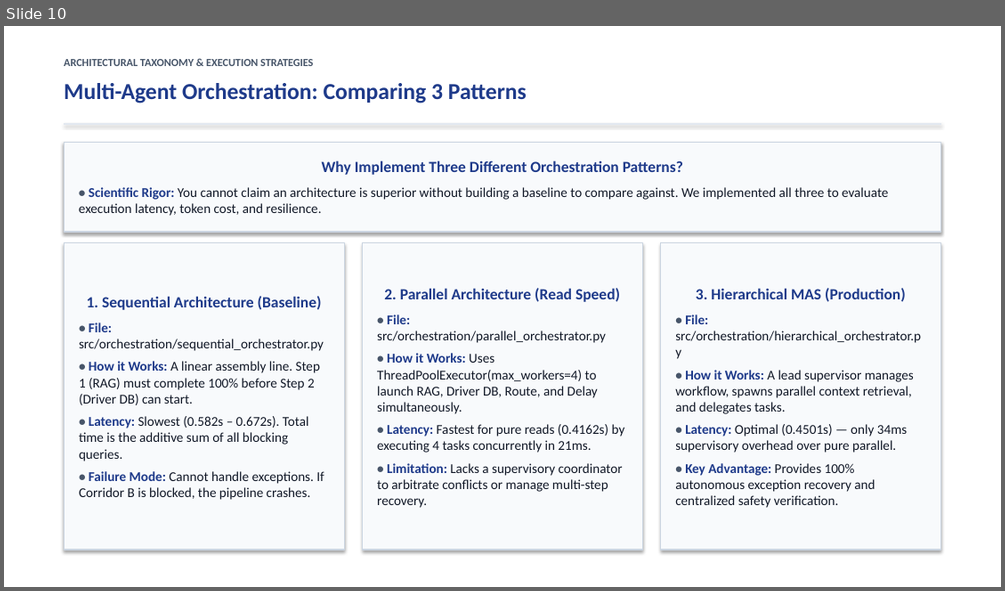
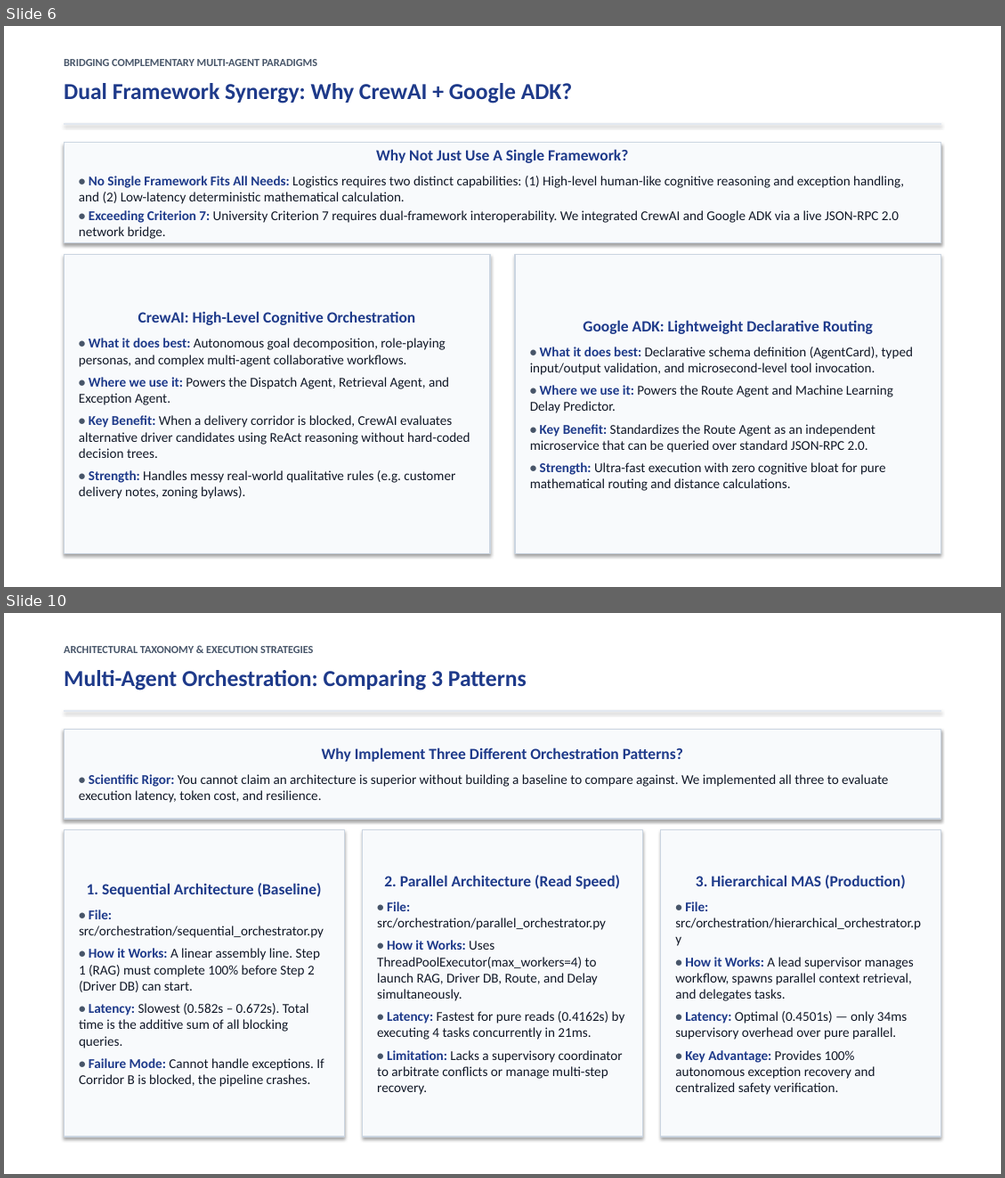
Before and after one commit to Akshat5091/DeliveryFleet-MAS, a slide deck: Eval 2 Documents/DeliveryFleet_MAS_Evaluation2_Master_Presentation.pptx. Shown one above the other, each under a label of ours: slide 10 before the commit, slides 6 and 10 after it; the slides between them are not shown. The pictures are 1005x591 and 1005x1178 pixels, drawn with LibreOffice and Linux fonts; fonts in the diff are those of the drawing. Boxes give left, top, right and bottom in pixels: in the first picture for what was removed or moved away, otherwise in the second. Text is boxed around its words. In the diff, an @@ line names an element or a change of style, - is before the commit and + after.

Commit message:
feat: split coverage matrix into two clean human-style slides in master presentation and refresh archives

```diff
--- a/Eval 2 Documents/DeliveryFleet_MAS_Evaluation2_Master_Presentation.pptx
+++ b/Eval 2 Documents/DeliveryFleet_MAS_Evaluation2_Master_Presentation.pptx
@@ slide 6 added at bbox=[4, 26, 1001, 587], background #FFFFFF @@
@@ text added at bbox=[64, 59, 317, 66], 10.5 pt, text #475569, bold @@
+BRIDGING COMPLEMENTARY MULTI-AGENT PARADIGMS
@@ text added at bbox=[64, 83, 573, 103], 22 pt, text #1E3A8A, bold @@
+Dual Framework Synergy: Why CrewAI + Google ADK?
@@ rectangle added at bbox=[64, 123, 941, 124], fill #E2E8F0, outline #E2E8F0 0.75 pt @@
@@ rectangle added at bbox=[64, 142, 941, 243], fill #F8FAFC, outline #CBD5E1 1 pt, 13 pt, text #111827 @@
+Why Not Just Use A Single Framework?
+• No Single Framework Fits All Needs: Logistics requires two distinct capabilities: (1) High-level human-like cognitive reasoning and exception handling, and (2) Low-latency deterministic mathematical calculation.
+• Exceeding Criterion 7: University Criterion 7 requires dual-framework interoperability. We integrated CrewAI and Google ADK via a live JSON-RPC 2.0 network bridge.
@@ rectangle added at bbox=[64, 254, 490, 553], fill #F8FAFC, outline #CBD5E1 1 pt, 13 pt, text #111827 @@
+CrewAI: High-Level Cognitive Orchestration
+• What it does best: Autonomous goal decomposition, role-playing personas, and complex multi-agent collaborative workflows.
+• Where we use it: Powers the Dispatch Agent, Retrieval Agent, and Exception Agent.
+• Key Benefit: When a delivery corridor is blocked, CrewAI evaluates alternative driver candidates using ReAct reasoning without hard-coded decision trees.
+• Strength: Handles messy real-world qualitative rules (e.g. customer delivery notes, zoning bylaws).
@@ rectangle added at bbox=[515, 254, 941, 553], fill #F8FAFC, outline #CBD5E1 1 pt, 13 pt, text #111827 @@
+Google ADK: Lightweight Declarative Routing
+• What it does best: Declarative schema definition (AgentCard), typed input/output validation, and microsecond-level tool invocation.
+• Where we use it: Powers the Route Agent and Machine Learning Delay Predictor.
+• Key Benefit: Standardizes the Route Agent as an independent microservice that can be queried over standard JSON-RPC 2.0.
+• Strength: Ultra-fast execution with zero cognitive bloat for pure mathematical routing and distance calculations.
```
Also in this commit, not shown: 5 slides changed, 8 other slides added, 8 slides removed, 5 other files.
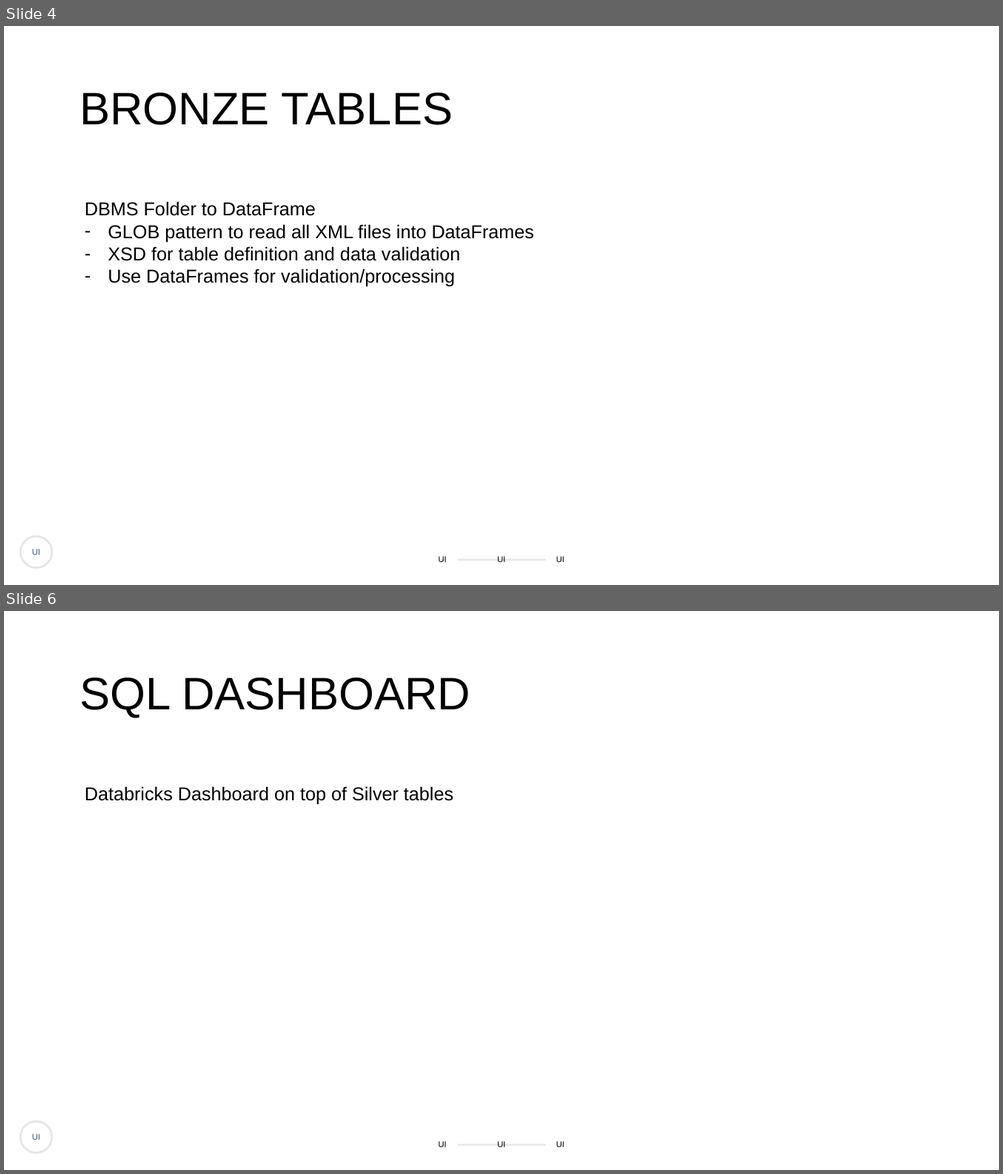
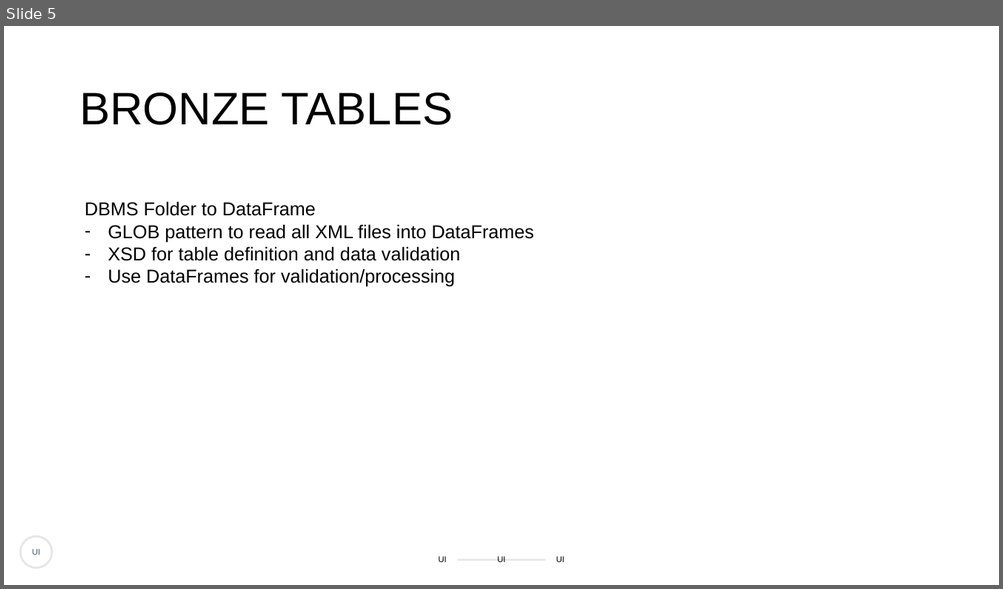
Before and after one commit to bartzwemmer/fedex, a slide deck: docs/Rijksmuseum_data.pptx. Shown one above the other, each under a label of ours: slides 4 and 6 before the commit, slide 5 after it; the slides between them are not shown. The pictures are 1003x1174 and 1003x589 pixels, drawn with LibreOffice and Linux fonts; fonts in the diff are those of the drawing. Boxes give left, top, right and bottom in pixels: in the first picture for what was removed or moved away, otherwise in the second. Text is boxed around its words. In the diff, an @@ line names an element or a change of style, - is before the commit and + after.

```diff
--- a/docs/Rijksmuseum_data.pptx
+++ b/docs/Rijksmuseum_data.pptx
@@ slide 6 removed at [4,611,999,1170], background #FFFFFF @@
@@ title removed at [79,678,470,718] @@
-SQL DASHBOARD
@@ text removed at [85,786,453,805] @@
-Databricks Dashboard on top of Silver tables
@@ what was slide 4 is now slide 5 @@
```
Also in this commit, not shown: 3 slides changed, 5 slides added, 1 other file.

----------

Reproduce every line from the preceding data in which the word "reasoning" can be found.

> Solved exercise:
+• No Single Framework Fits All Needs: Logistics requires two distinct capabilities: (1) High-level human-like cognitive reasoning and exception handling, and (2) Low-latency deterministic mathematical calculation.
+• Key Benefit: When a delivery corridor is blocked, CrewAI evaluates alternative driver candidates using ReAct reasoning without hard-coded decision trees.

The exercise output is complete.